As a group and as individuals, we have become wildly water-preoccupied. We do not take for granted faucets, and their compliant willingness to give us water when we want it. We are surprised, when we look outside our classroom window, to see so many exotic, irrigation-dependent plants filling the view. When it rains or snows, we think about hydrologic cycles, and about the unmistakable record of episodes of prolonged drought in this region's climatic history. And we are attentive to the fact that, with the rarest of exceptions, every resident of the West today depends on the water and electrical power provided by the water infrastructure, including those activists who devote their lives to denouncing the injuries inflicted on ecosystems and wildlife by the builders of dams. To be an unrestrained, wholehearted condemner of the manipulation and exploitation of Western rivers, a certain gift for hypocrisy may be a prerequisite.
The dilemma of self-contradiction also comes to a focus in matters of race and ethnicity. For its first century, white men led, implemented, and profited from federally sponsored water development. Now two elements of change threaten to collide, or, at the least, to get in each other's way. People of color, and poor people in general, have received few of the benefits of dam-building, and yet the rise of environmental concern over the environmental damages and unjustifiable expenses of dam construction may keep the inequity of this situation from being addressed.
The situation is uncomfortably similar to the issues raised by world-wide conservation: after exploiting its own resources with little restraint, the United States then sent out environmental ambassadors to tell Third World countries to restrain their resource use and hold back on their own economic development.
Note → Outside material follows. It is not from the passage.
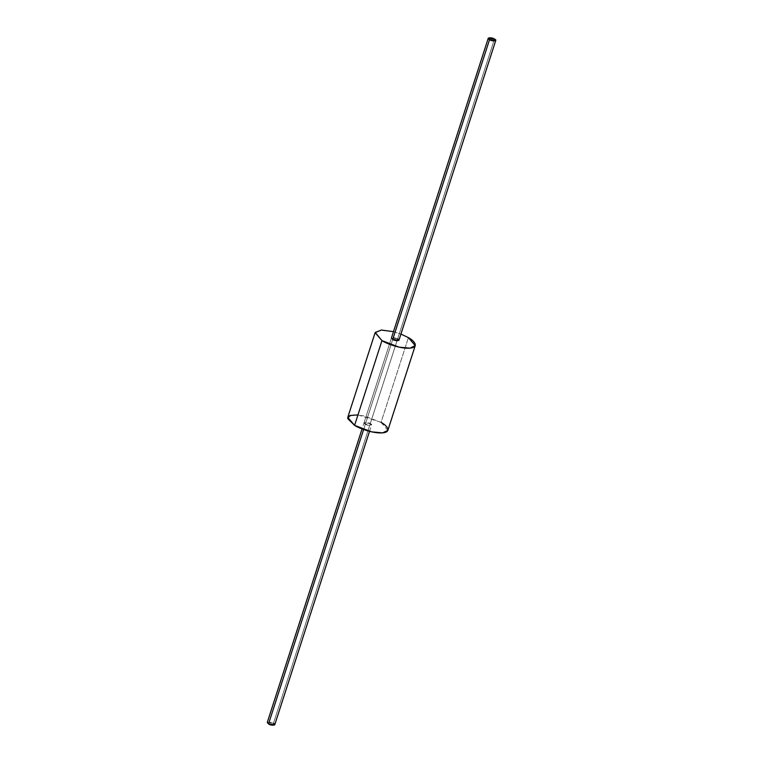 <?xml version="1.0" encoding="UTF-8"?>
<svg xmlns="http://www.w3.org/2000/svg" width="763" height="763" viewBox="0 0 763 763"><rect width="100%" height="100%" fill="white"/><g stroke="black" fill="none" stroke-linecap="round" stroke-linejoin="round"><path stroke-width="0.57" stroke-dasharray="3.81 2.86" d="M274.718 724.85L273.45 723.372L494.472 39.075L273.45 723.372L267.269 722.447M393.355 337.475L397.637 338.858L370.274 423.579L371.543 425.067L365.363 424.142L392.726 339.421L363.617 429.531L392.726 339.421L365.363 424.142L364.094 422.654L370.274 423.579L397.637 338.858L391.457 337.933L362.063 428.94M269.158 721.979L273.45 723.372M387.871 430.342L381.052 422.359L408.415 337.637L381.052 422.359L363.884 415.845L352.945 414.853L347.766 417.38M393.489 331.647L400.937 334.06L393.489 331.647M357.961 414.9L381.052 422.359M365.363 424.142C367.842 426.221 374.499 425.468 370.274 423.579C367.795 421.5 361.128 422.263 365.363 424.142M369.511 431.353L371.543 425.067M364.094 422.654L391.457 337.933"/><path stroke-width="1.14" d="M362.063 428.94L267.269 722.447L268.528 723.925L363.617 429.531L268.528 723.925L274.718 724.85L369.511 431.353M494.472 39.075L495.731 40.553L489.55 39.628L392.726 339.421L489.55 39.628L488.282 38.15L494.472 39.075C491.992 36.996 485.325 37.749 489.55 39.628C492.03 41.707 498.697 40.954 494.472 39.075M273.45 723.372C277.675 725.251 271.008 726.004 268.528 723.925L269.158 721.979M375.129 332.658L347.766 417.38L354.585 425.363L371.753 431.877L382.692 432.879L387.871 430.342L415.234 345.62L410.055 348.147L399.116 347.155L381.948 340.641L354.585 425.363L381.948 340.641L375.129 332.658L381.204 330.064L393.489 331.647L381.49 330.055L375.215 332.439L381.948 340.641C385.859 343.321 400.384 349.101 410.389 348.119C419.984 346.888 413.403 340.203 408.415 337.637L415.234 345.62M488.282 38.15L391.457 337.933L392.726 339.421L398.906 340.346L397.637 338.858C401.872 340.737 395.205 341.5 392.726 339.421L393.355 337.475M400.937 334.06L408.415 337.637L400.937 334.06M381.052 422.359C386.03 424.924 392.611 431.61 383.026 432.84C373.021 433.823 358.496 428.043 354.585 425.363L347.699 418.563L349.912 415.492L357.961 414.9M398.906 340.346L495.731 40.553"/></g></svg>

In a similar way, the environmentalist critique of the dam-building enterprise may well obstruct the development of Indian water rights spelled out in the famous, under-applied Winters doctrine; the ever-under-modification Animas/La Plata dam is a case in point.
When I was a student myself, I believed that the professors had it all figured out. When they asked us questions, I thought that they knew the answers. In this case, we ask the students the questions, as indeed I ask them now, in hopes that we might all pitch into the project of arriving at the answers.
In one part of our "Water in the West" course, we read poems by Western writers about water in the Southwest. Reading a wide range of writers of many ethnicities, we learned that poets who write about water use it as the foundation for their claims for interconnectedness and the urgent need for holistic understanding. Dependence on water makes any human claim to individualistic independence and isolation absurd.
Lessons learned in classrooms have a way of looking dreamy and idealistic when you send them back into the world at large. Veterans of a semester spent thinking about Western water issues, we hope that the ideal of water as a source of unity, not of division, proves to be tough, and persistent.
Patricia Nelson Limerick is a professor of history at the University of Colorado at Boulder and one of the pioneers of the trend known as "New Western History." Ms. Limerick is arguably THE New Western historian. Her books, Desert Passages, The Legacy of Conquest, and the most recent, Something in the Soil, bring to our notion of Western history a fresh, frank and compelling voice.
Limerick has served as the president of the American Studies Association and the Western History Association and is a recipient of a MacArthur "genius" award. She is one of the foremost authorities on the history of the American West and a leader among a new generations of historians engaged in "New Western History,"" a revisionist trend that has received much attention since emerging 15 years ago.
As Voices editorial staff began to think about an issue featuring the rather broad topic of water, we thought it would be useful to include some historical perspective. We contacted Ms. Limerick at the University of Colorado, Boulder, to see if she would be interested in writing a piece about water for this issue.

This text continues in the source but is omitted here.